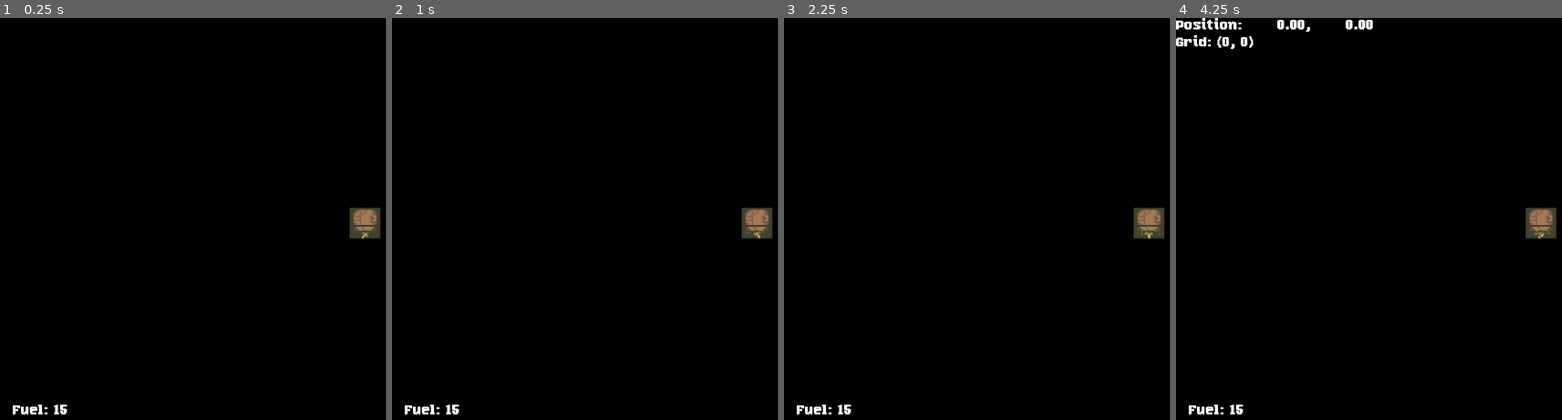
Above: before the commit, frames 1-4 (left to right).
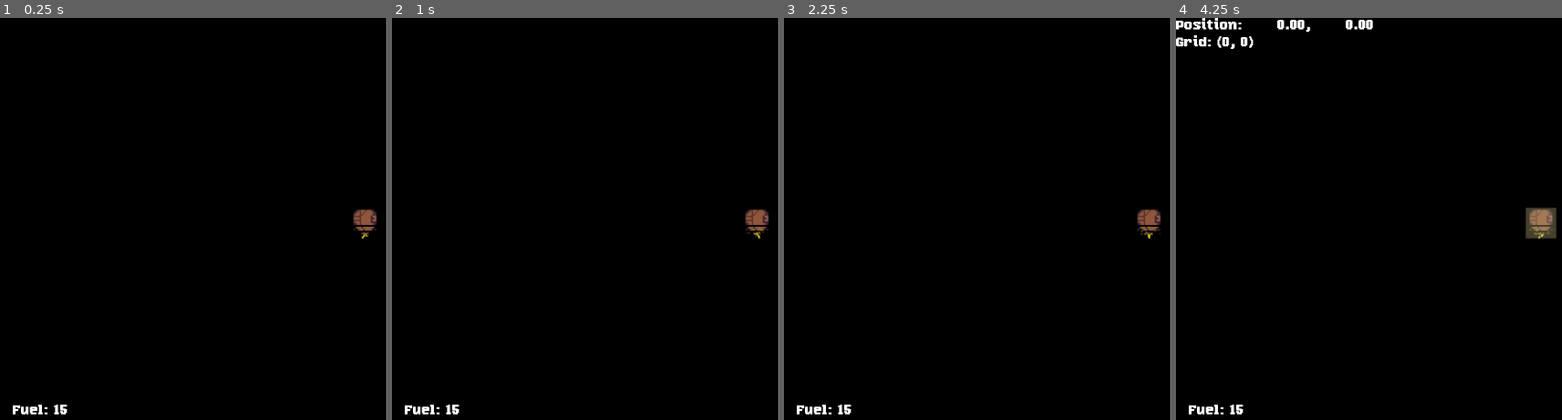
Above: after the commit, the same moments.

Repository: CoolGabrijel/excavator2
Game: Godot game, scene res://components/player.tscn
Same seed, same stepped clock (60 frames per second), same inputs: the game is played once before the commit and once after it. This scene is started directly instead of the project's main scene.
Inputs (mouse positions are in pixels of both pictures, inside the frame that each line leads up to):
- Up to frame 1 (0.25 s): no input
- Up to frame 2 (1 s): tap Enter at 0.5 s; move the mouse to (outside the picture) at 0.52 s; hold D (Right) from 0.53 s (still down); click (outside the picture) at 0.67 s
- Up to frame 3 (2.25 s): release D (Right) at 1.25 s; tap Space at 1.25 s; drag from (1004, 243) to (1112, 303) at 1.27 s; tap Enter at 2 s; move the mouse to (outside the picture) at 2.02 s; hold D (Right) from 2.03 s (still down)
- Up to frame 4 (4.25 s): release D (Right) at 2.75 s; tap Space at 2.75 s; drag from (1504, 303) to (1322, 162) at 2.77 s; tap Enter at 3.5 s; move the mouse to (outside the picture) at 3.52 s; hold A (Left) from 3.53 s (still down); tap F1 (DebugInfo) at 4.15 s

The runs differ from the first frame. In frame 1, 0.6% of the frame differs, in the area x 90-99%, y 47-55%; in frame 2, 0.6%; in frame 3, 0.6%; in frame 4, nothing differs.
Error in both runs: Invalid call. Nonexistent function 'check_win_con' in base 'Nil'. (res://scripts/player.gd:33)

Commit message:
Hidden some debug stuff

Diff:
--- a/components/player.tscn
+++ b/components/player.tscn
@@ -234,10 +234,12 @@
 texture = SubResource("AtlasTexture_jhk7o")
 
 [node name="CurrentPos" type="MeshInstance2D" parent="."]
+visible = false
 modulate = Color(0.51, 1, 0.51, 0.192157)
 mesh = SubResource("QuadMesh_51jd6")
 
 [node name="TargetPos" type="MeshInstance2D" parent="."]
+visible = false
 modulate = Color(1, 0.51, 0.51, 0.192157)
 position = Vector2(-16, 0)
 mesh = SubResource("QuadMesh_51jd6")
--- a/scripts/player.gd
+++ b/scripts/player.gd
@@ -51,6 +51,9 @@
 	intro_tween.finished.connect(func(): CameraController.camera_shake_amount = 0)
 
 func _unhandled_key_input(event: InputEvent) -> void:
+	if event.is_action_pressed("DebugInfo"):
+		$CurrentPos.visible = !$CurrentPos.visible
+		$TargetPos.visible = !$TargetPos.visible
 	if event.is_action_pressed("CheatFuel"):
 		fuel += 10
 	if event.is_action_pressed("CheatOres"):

----------

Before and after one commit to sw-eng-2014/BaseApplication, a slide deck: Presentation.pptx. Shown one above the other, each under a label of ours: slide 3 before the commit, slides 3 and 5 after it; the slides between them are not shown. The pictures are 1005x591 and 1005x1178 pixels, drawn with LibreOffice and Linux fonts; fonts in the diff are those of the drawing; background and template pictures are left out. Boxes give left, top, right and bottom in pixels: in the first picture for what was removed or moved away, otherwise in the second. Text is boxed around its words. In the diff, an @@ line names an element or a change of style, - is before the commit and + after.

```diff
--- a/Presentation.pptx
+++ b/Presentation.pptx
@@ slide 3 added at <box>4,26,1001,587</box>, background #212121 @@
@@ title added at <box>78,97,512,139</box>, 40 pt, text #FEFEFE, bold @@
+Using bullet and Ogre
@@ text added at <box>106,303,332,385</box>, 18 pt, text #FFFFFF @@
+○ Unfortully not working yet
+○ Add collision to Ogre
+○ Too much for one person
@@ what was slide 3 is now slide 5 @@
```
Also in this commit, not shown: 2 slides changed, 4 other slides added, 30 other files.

----------

_Exercise objective_. Each line holding the word "node" must be pulled from the records.

_Completed task_.
 [node name="CurrentPos" type="MeshInstance2D" parent="."]
 [node name="TargetPos" type="MeshInstance2D" parent="."]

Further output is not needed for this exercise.